A single prompt or template in Australia might run a few hundred dollars, while a documented prompt library covering several jobs typically sits at $1,000 to $3,500, depending on how many use cases and how much brand and guardrail work is involved. It's often folded into a broader AI setup gig too. Post the gig with the jobs you want reliable AI output for and compare bids from local freelancers.

Ask to see prompts or prompt systems they've built and the before-and-after in output quality. A good one talks about your specific jobs and how they'd test for reliability, not just clever wording tricks. Check they document the prompts plainly so your team can run and edit them once the gig's done, and read their verified reviews on Unjumble before you pick.
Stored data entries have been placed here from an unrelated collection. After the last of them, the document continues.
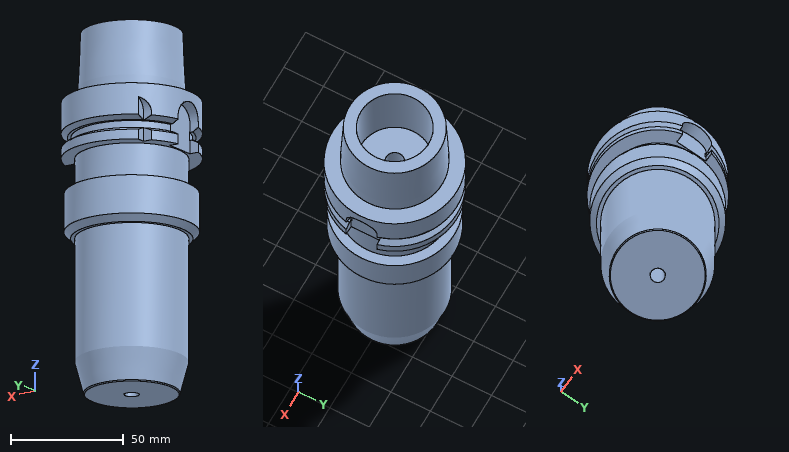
import cadquery as cq
import math

LENGTH = 167.0
SHANK_TAPER_Z = 141.1
FLANGE_TOP_Z = 135.1
FLANGE_BOTTOM_Z = 109.0
GROOVE_TOP_Z = 118.9
GROOVE_BOTTOM_Z = 115.2
GROOVE_FLANK_HEIGHT = 1.7
GROOVE_FLANK_ANGLE = 30.0
COLLAR_TOP_Z = 92.9
COLLAR_BOTTOM_Z = 72.1
COLLAR_CHAMFER = 3.0
NOSE_Z = 14.9
NOSE_CHAMFER = 0.5

SHANK_TIP_RADIUS = 22.9
SHANK_BASE_RADIUS = 24.0
FLANGE_DIAMETER = 63.0
FLANGE_RADIUS = FLANGE_DIAMETER / 2
GROOVE_RADIUS = 27.0
GROOVE_LIP_RADIUS = FLANGE_RADIUS - GROOVE_FLANK_HEIGHT / math.tan(math.radians(GROOVE_FLANK_ANGLE))
COLLAR_RADIUS = 30.2
BODY_RADIUS = 25.4
NOSE_RADIUS = 21.5

SOCKET_RADIUS = 17.0
SOCKET_FLOOR_Z = FLANGE_TOP_Z
COUNTERBORE_RADIUS = 4.3
COUNTERBORE_DEPTH = 10.0
THROUGH_RADIUS = 3.3

SLOT_WIDTH = 15.7
SLOT_TOP_Z = 130.3
SLOT_FLOOR_X = 26.0

NOTCH_SIDE_Y = 19.9
NOTCH_TOP_Z = 129.6
NOTCH_FLOOR_X = 20.2


def revolved_body():
    """Revolve the outer profile about Z."""
    profile = [
        (0, 0),
        (NOSE_RADIUS - NOSE_CHAMFER, 0),
        (NOSE_RADIUS, NOSE_CHAMFER),
        (BODY_RADIUS, NOSE_Z),
        (BODY_RADIUS, COLLAR_BOTTOM_Z),
        (COLLAR_RADIUS - COLLAR_CHAMFER, COLLAR_BOTTOM_Z),
        (COLLAR_RADIUS, COLLAR_BOTTOM_Z + COLLAR_CHAMFER),
        (COLLAR_RADIUS, COLLAR_TOP_Z),
        (BODY_RADIUS, COLLAR_TOP_Z),
        (BODY_RADIUS, FLANGE_BOTTOM_Z),
        (FLANGE_RADIUS, FLANGE_BOTTOM_Z),
        (FLANGE_RADIUS, GROOVE_BOTTOM_Z - GROOVE_FLANK_HEIGHT),
        (GROOVE_LIP_RADIUS, GROOVE_BOTTOM_Z),
        (GROOVE_RADIUS, GROOVE_BOTTOM_Z),
        (GROOVE_RADIUS, GROOVE_TOP_Z),
        (GROOVE_LIP_RADIUS, GROOVE_TOP_Z),
        (FLANGE_RADIUS, GROOVE_TOP_Z + GROOVE_FLANK_HEIGHT),
        (FLANGE_RADIUS, FLANGE_TOP_Z),
        (SHANK_BASE_RADIUS, FLANGE_TOP_Z),
        (SHANK_BASE_RADIUS, SHANK_TAPER_Z),
        (SHANK_TIP_RADIUS, LENGTH),
        (0, LENGTH),
    ]
    return cq.Workplane("XZ").polyline(profile).close().revolve(360, (0, 0), (0, 1))


def bore(radius, bottom_z, top_z):
    """Cylinder on the Z axis between two levels."""
    return cq.Workplane("XY").workplane(offset=bottom_z).circle(radius).extrude(top_z - bottom_z)


def flange_slot(center_y, floor_x, top_z):
    """Cutter for a round-topped slot, open downwards, from floor_x out past the -X rim."""
    half_width = SLOT_WIDTH / 2
    arch_z = top_z - half_width
    return (
        cq.Workplane("YZ", origin=(-floor_x, center_y, 0))
        .moveTo(-half_width, FLANGE_BOTTOM_Z)
        .lineTo(-half_width, arch_z)
        .threePointArc((0, top_z), (half_width, arch_z))
        .lineTo(half_width, FLANGE_BOTTOM_Z)
        .close()
        .extrude(-FLANGE_RADIUS)
    )


drive_slot = flange_slot(0, SLOT_FLOOR_X, SLOT_TOP_Z)
orientation_notch = flange_slot(NOTCH_SIDE_Y + SLOT_WIDTH / 2, NOTCH_FLOOR_X, NOTCH_TOP_Z)

result = (
    revolved_body()
    .cut(bore(SOCKET_RADIUS, SOCKET_FLOOR_Z, LENGTH))
    .cut(bore(COUNTERBORE_RADIUS, SOCKET_FLOOR_Z - COUNTERBORE_DEPTH, SOCKET_FLOOR_Z))
    .cut(bore(THROUGH_RADIUS, 0, SOCKET_FLOOR_Z))
    .cut(drive_slot)
    .cut(drive_slot.mirror("YZ"))
    .cut(orientation_notch)
)
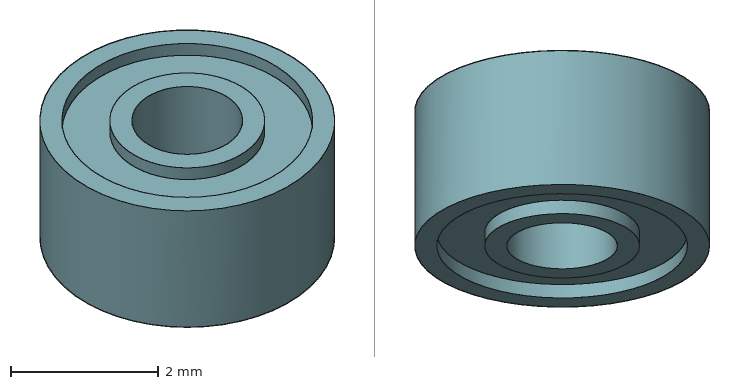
import cadquery as cq

outer_diameter = 4.0
width = 2.0
bore_diameter = 1.5
race_wall = 0.3
shield_recess = 0.2

inner_ring_diameter = bore_diameter + 2 * race_wall
outer_ring_bore = outer_diameter - 2 * race_wall
shield_width = width - 2 * shield_recess


def make_ring(outside, inside, height):
    """Plain ring on the Z axis, centred on the XY plane."""
    return (
        cq.Workplane("XY")
        .workplane(offset=-height / 2)
        .circle(outside / 2)
        .circle(inside / 2)
        .extrude(height)
    )


outer_ring = make_ring(outer_diameter, outer_ring_bore, width)
inner_ring = make_ring(inner_ring_diameter, bore_diameter, width)

shield = make_ring(outer_ring_bore, inner_ring_diameter, shield_width)

result = cq.Compound.makeCompound([outer_ring.val(), inner_ring.val(), shield.val()])

Post a prompt engineering gig in under five minutes. Describe the work, set your budget and timeframe, and choose whether it's time-based or outcome-based. Local freelancers send a bid with a quote, you compare their profiles, portfolios and verified reviews, then pick the one that fits. Posting is free, so you only pay for the work.

Every gig is split into stages you both agree on up front. You fund each stage before the work starts and it's held securely through Stripe, then released once you sign off. No chasing invoices, and no paying for work that's not done.